Geometric Arithmetic: A Program
Arithmetic Geometry and Number Theory
World Sci., (2006), 211-400
We originate a program for what I call Geometric Arithmetic. Such a program would consist of four parts, if I were able to properly understand the essentials now. Namely, (1) Non-Abelian Class Field Theory; (2) Geo-Ari Cohomology Theory; (3) New Non-Abelian Zeta Functions; and (4) Riemann Hypothesis. However, here I could only provide the reader with [1+(1/2+1/2)+1]/4 of them. To be more precise, discussed in this article are the following particulars:
(A) Representation of Galois Group, Stability and Tannakian Category;
(B) Moduli Spaces, Riemann-Roch, and New Non-Abelian Zeta Function; and
(C) Explicit Formula, Functional Equation and Geo-Ari Intersection.

Zeta Functions

Symmetries and the Riemann Hypothesis
Algebraic and Arithmetic Structures of Moduli Spaces
Advanced Studies in Pure Mathematics 58
Math. Soc. Japan, (2010), 173-223
Associated to reductive groups and their maximal parabolic subgroups are genuine zeta functions. Naturally related to Riemann's zeta function and governed by symmetries, including that of Weyl, these zeta functions are expected to satisfy the Riemann hypothesis.
\[\]\({\bullet\ \ \color{Red}{\mathrm{Zetas\ for} (G,P)/\mathbb Q}}\) \(\displaystyle{ \widehat\zeta^{G/P}_{\mathbb Q}(s):= {\mathrm{Norm}}( {\mathrm{Res}}_{{\langle \lambda-\rho,\beta_j^\vee\rangle=0, 1\leq j\leq |P|}}\,( \sum_{w\in W} \frac{e^{-\langle \lambda,T\rangle}} {\prod_{\alpha\in\Delta}\langle \lambda-\rho,\alpha^\vee\rangle}\cdot \prod_{\alpha>0, w\alpha<0} \frac{\widehat\zeta(\langle\lambda,\alpha^\vee\rangle)} {\widehat\zeta(\langle\lambda,\alpha^\vee\rangle+1)} ))}\) \({\bullet\ \ \color{Blue}{\mathrm{Functional\ Equation:}} \qquad \boxed{\exists\qquad {constant}\quad c_{G/P},\quad \mathrm{s.t.} \qquad \widehat\zeta^{G/P}_{\mathbb Q}(c_{P/Q}-s)= \widehat\zeta^{G/P}_{\mathbb Q}(s)}}\) \({\bullet\ \ \color{Blue}{\mathrm{Riemann\ Hypothesis:}} \qquad\boxed{\widehat\zeta^{G/P}_{\mathbb Q}(s)=0\qquad\Rightarrow\qquad\mathrm{Re}(s)=\frac{c_{G/P}}{2}}}\)

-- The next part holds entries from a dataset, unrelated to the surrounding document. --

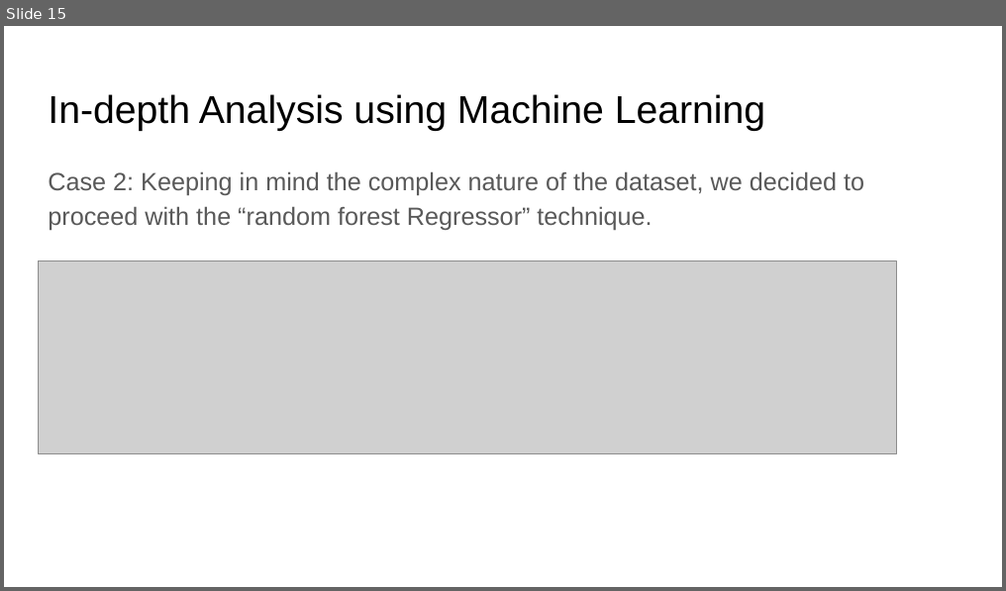
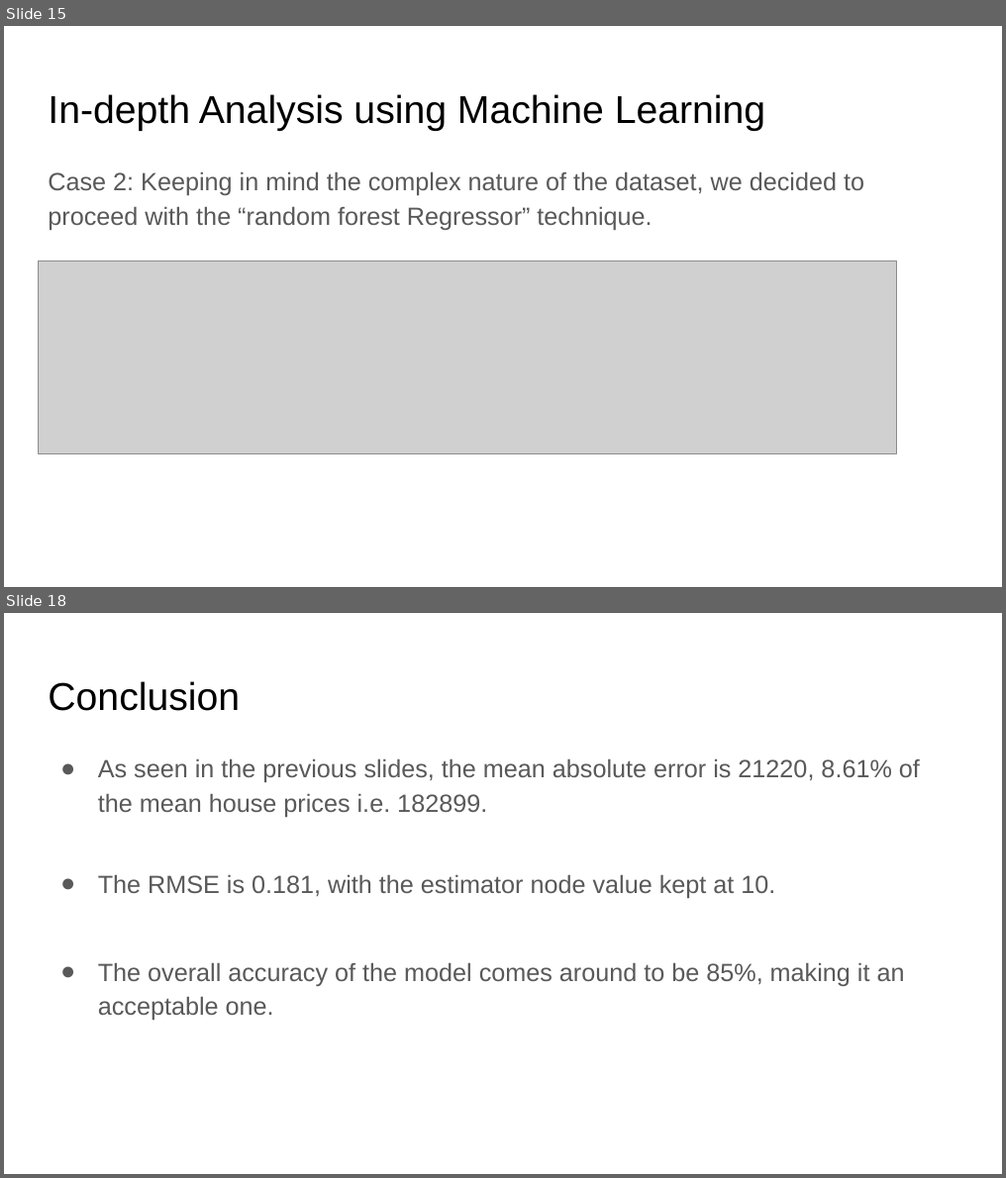
Before and after one commit to priyam81/finalProjectCP1, a slide deck: Project presentation.pptx. Shown one above the other, each under a label of ours: slide 15 before the commit, slides 15 and 18 after it; the slides between them are not shown. The pictures are 1006x591 and 1006x1178 pixels, drawn with LibreOffice and Linux fonts; fonts in the diff are those of the drawing; grey boxes stand for pictures. Boxes give left, top, right and bottom in pixels: in the first picture for what was removed or moved away, otherwise in the second. Text is boxed around its words. In the diff, an @@ line names an element or a change of style, - is before the commit and + after.

Commit message:
Slide deck for ppt

```diff
--- a/Project presentation.pptx
+++ b/Project presentation.pptx
@@ slide 18 added at [4, 613, 1002, 1174], background #FFFFFF @@
@@ title added at [48, 681, 240, 711], 28 pt, text #000000 @@
+Conclusion
@@ text added at [98, 759, 920, 1020], 18 pt, text #595959 @@
+● As seen in the previous slides, the mean absolute error is 21220, 8.61% of the mean house prices i.e. 182899.
+● The RMSE is 0.181, with the estimator node value kept at 10.
+● The overall accuracy of the model comes around to be 85%, making it an acceptable one.
```
Also in this commit, not shown: 1 slide changed, 1 other slide added.

Zeta Functions for $\small{G_2}$ and Their Zeros
Masatoshi SUZUKI, Lin WENG
International Mathematics Research Notice
2009 (2009), 241-290
The exceptional group $\small{G_2}$ has two maximal parabolic subgroups $\small{P_{\mathrm{long}}}$ and $\small{P_{\mathrm{short}}}$ corresponding to the so-called long root and short root. In this paper, the second named author introduces two zeta functions associated with $\small{P_{\mathrm{long}}}$ and $\small{P_{\mathrm{short}}}$ respectively, and the first named author proves that these zetas satisfy the Riemann hypothesis.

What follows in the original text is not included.